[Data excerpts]
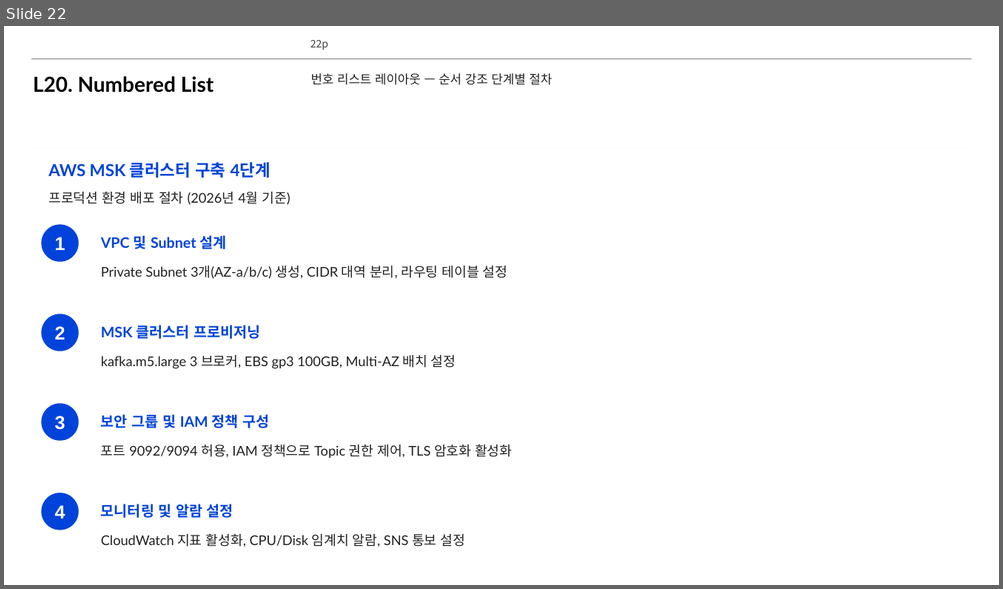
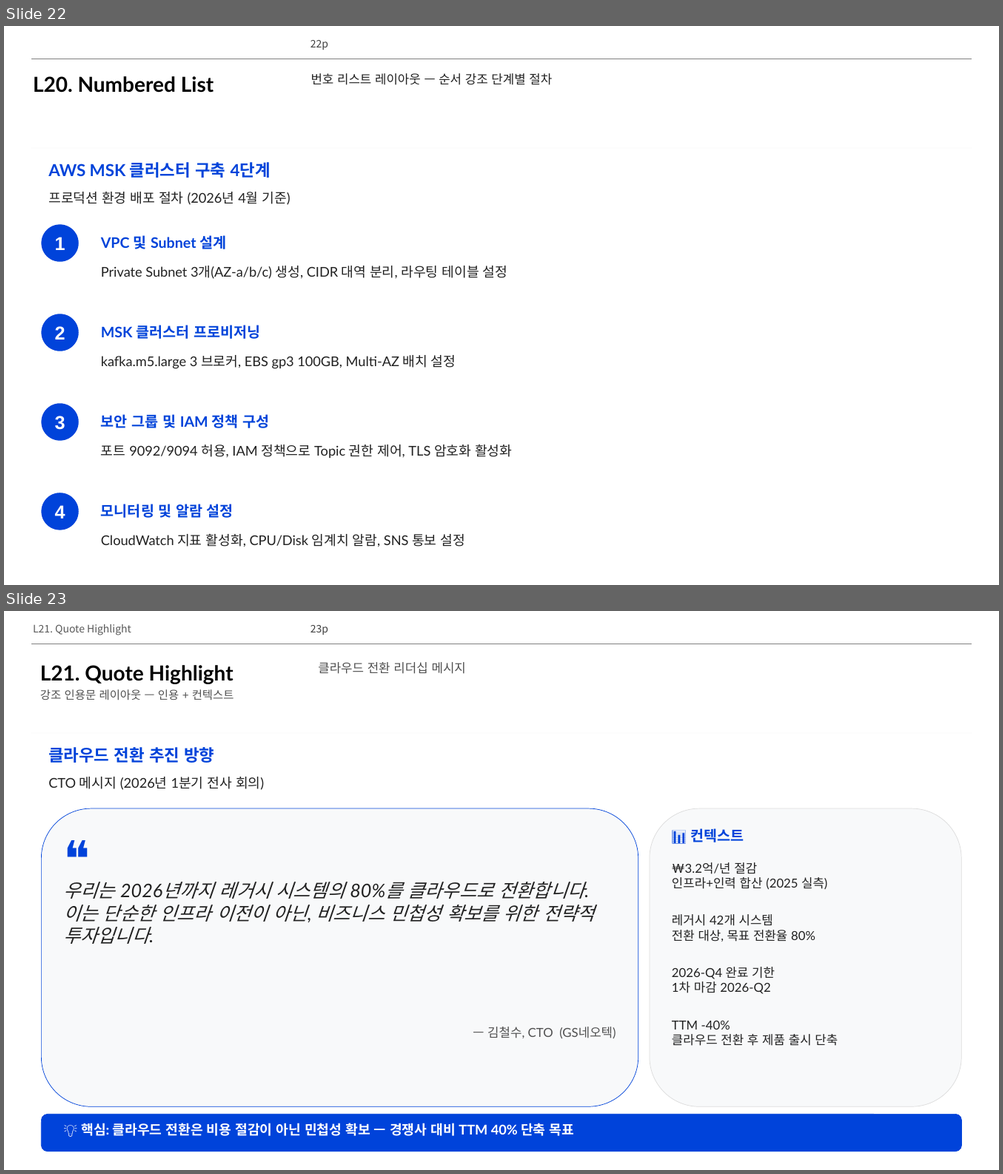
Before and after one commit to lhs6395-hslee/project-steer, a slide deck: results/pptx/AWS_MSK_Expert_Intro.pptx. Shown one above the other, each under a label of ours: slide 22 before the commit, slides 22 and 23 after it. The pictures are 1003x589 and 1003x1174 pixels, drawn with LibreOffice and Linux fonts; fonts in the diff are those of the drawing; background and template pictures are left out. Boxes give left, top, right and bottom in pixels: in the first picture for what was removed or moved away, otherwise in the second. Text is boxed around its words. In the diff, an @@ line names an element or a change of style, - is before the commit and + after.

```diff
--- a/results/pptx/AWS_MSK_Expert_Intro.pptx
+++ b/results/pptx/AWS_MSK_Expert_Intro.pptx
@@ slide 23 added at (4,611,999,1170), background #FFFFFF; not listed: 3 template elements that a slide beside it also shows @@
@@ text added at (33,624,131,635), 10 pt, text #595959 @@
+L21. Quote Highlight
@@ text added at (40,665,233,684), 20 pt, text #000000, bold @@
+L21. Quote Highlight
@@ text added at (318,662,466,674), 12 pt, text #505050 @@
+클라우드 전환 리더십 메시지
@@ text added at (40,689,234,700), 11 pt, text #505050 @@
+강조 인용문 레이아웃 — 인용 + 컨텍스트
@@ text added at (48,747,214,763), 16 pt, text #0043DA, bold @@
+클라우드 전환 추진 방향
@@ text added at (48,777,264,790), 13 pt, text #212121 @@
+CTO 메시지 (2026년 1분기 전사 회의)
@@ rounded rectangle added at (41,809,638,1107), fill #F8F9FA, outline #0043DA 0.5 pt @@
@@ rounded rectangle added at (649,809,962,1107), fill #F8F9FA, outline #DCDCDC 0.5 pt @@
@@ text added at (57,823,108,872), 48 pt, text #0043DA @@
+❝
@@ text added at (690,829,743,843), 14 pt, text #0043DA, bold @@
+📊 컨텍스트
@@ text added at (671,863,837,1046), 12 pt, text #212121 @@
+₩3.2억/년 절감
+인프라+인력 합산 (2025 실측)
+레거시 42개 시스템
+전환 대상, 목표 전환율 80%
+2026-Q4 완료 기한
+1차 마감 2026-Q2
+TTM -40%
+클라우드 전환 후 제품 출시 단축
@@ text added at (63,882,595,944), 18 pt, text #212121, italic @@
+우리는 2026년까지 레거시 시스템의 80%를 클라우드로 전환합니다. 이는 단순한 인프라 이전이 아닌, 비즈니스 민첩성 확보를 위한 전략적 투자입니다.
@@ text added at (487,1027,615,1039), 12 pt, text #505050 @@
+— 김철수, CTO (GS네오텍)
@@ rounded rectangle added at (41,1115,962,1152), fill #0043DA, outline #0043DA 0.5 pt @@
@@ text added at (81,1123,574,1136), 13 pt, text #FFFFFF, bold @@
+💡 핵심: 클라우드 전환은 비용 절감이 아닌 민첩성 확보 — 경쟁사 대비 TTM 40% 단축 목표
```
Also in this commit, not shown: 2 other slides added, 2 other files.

--

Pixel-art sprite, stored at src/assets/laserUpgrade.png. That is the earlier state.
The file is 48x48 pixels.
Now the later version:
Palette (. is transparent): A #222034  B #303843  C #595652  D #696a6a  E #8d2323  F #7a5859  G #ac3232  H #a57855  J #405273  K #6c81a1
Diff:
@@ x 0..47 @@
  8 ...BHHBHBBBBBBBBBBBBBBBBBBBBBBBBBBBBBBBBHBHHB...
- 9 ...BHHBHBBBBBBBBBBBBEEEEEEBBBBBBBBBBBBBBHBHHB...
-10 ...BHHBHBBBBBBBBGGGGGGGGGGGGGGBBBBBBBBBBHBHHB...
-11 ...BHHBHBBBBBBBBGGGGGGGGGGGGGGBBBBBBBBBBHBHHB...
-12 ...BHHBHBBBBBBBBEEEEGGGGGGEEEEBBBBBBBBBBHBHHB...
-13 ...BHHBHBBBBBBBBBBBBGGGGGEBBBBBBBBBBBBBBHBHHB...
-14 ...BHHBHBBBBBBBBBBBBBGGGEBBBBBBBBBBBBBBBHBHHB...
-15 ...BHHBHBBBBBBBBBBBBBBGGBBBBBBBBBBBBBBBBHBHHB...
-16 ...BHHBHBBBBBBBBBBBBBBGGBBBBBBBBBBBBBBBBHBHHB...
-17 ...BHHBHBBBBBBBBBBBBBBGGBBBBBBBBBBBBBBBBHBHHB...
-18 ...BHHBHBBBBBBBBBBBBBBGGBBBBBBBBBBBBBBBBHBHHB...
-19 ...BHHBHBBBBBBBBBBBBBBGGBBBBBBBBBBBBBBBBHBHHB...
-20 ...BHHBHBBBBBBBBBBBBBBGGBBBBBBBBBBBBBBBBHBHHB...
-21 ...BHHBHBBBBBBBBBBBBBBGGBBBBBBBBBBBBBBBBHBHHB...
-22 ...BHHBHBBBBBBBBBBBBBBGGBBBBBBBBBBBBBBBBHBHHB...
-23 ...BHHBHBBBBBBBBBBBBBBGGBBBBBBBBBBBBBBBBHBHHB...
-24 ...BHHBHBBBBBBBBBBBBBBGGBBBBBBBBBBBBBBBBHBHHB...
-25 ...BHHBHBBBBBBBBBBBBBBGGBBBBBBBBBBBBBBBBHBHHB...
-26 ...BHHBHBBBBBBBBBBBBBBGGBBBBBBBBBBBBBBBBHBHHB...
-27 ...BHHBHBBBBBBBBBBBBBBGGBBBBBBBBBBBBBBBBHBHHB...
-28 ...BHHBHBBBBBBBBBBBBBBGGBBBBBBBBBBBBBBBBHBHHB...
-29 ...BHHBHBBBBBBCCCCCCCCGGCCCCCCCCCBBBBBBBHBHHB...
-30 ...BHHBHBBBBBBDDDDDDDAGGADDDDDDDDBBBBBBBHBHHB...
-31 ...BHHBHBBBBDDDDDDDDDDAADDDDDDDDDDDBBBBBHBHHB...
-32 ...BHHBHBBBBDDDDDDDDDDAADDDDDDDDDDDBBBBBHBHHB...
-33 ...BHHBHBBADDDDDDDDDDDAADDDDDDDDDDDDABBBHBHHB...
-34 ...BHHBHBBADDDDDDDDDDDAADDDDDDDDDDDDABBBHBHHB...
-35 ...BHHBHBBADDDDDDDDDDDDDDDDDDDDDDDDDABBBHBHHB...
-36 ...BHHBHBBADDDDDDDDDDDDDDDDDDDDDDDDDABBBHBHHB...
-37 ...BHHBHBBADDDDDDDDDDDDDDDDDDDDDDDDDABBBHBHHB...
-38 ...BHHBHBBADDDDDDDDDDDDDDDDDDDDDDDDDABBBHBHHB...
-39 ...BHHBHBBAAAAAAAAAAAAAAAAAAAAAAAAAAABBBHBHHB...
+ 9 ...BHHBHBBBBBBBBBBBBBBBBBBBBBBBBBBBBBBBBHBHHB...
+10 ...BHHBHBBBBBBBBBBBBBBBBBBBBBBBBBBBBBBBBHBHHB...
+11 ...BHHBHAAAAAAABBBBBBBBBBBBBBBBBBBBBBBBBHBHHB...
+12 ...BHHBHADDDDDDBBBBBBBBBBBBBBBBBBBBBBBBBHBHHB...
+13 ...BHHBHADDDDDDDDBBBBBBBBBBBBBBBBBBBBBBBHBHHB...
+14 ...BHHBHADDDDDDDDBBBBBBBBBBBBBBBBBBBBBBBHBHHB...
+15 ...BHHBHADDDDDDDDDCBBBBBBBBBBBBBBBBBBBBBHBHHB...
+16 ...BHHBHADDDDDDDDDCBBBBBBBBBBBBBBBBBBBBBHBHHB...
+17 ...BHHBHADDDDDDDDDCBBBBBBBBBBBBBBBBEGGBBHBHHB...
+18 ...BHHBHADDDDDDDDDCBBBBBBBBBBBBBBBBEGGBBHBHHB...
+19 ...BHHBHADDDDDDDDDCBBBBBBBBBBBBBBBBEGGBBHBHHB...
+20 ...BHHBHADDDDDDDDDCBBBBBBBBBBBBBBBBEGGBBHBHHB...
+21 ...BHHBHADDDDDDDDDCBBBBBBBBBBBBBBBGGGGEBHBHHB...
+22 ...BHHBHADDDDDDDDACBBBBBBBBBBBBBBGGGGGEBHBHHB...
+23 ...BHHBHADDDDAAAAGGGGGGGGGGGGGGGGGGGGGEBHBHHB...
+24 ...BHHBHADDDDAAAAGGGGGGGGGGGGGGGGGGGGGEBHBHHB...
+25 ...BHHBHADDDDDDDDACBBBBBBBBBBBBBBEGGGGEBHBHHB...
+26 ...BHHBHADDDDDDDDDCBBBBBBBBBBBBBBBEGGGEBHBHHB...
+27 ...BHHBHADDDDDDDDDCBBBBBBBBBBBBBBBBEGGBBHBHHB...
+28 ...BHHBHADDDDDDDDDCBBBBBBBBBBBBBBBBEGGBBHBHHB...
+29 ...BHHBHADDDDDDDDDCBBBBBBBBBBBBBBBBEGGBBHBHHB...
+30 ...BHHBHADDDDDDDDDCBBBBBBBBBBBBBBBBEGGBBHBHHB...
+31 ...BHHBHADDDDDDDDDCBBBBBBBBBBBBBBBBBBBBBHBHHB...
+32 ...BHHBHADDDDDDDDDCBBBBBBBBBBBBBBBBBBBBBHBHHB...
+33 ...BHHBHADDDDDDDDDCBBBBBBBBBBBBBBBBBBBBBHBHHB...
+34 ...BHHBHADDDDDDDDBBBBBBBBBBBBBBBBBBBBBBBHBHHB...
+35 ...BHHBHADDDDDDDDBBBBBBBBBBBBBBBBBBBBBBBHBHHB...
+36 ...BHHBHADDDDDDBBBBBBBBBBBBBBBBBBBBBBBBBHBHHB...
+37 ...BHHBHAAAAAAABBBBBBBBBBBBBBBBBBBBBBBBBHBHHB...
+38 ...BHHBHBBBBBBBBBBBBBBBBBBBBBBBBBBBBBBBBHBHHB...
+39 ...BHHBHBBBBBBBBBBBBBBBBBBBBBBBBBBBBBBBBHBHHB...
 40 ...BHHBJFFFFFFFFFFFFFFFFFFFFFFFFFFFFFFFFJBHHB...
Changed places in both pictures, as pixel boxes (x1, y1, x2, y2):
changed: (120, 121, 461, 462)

PROBLEM STATEMENT -
From the records above, give again exactly the lines running from the line with "-30 ...BHHBHBBBBBBDDDDDDDAGGADDDDDDDDBBBBBBBHBHHB..." to the line with "-36 ...BHHBHBBADDDDDDDDDDDDDDDDDDDDDDDDDABBBHBHHB...", inclusive.

SOLUTION TO THIS EXERCISE -
-30 ...BHHBHBBBBBBDDDDDDDAGGADDDDDDDDBBBBBBBHBHHB...
-31 ...BHHBHBBBBDDDDDDDDDDAADDDDDDDDDDDBBBBBHBHHB...
-32 ...BHHBHBBBBDDDDDDDDDDAADDDDDDDDDDDBBBBBHBHHB...
-33 ...BHHBHBBADDDDDDDDDDDAADDDDDDDDDDDDABBBHBHHB...
-34 ...BHHBHBBADDDDDDDDDDDAADDDDDDDDDDDDABBBHBHHB...
-35 ...BHHBHBBADDDDDDDDDDDDDDDDDDDDDDDDDABBBHBHHB...
-36 ...BHHBHBBADDDDDDDDDDDDDDDDDDDDDDDDDABBBHBHHB...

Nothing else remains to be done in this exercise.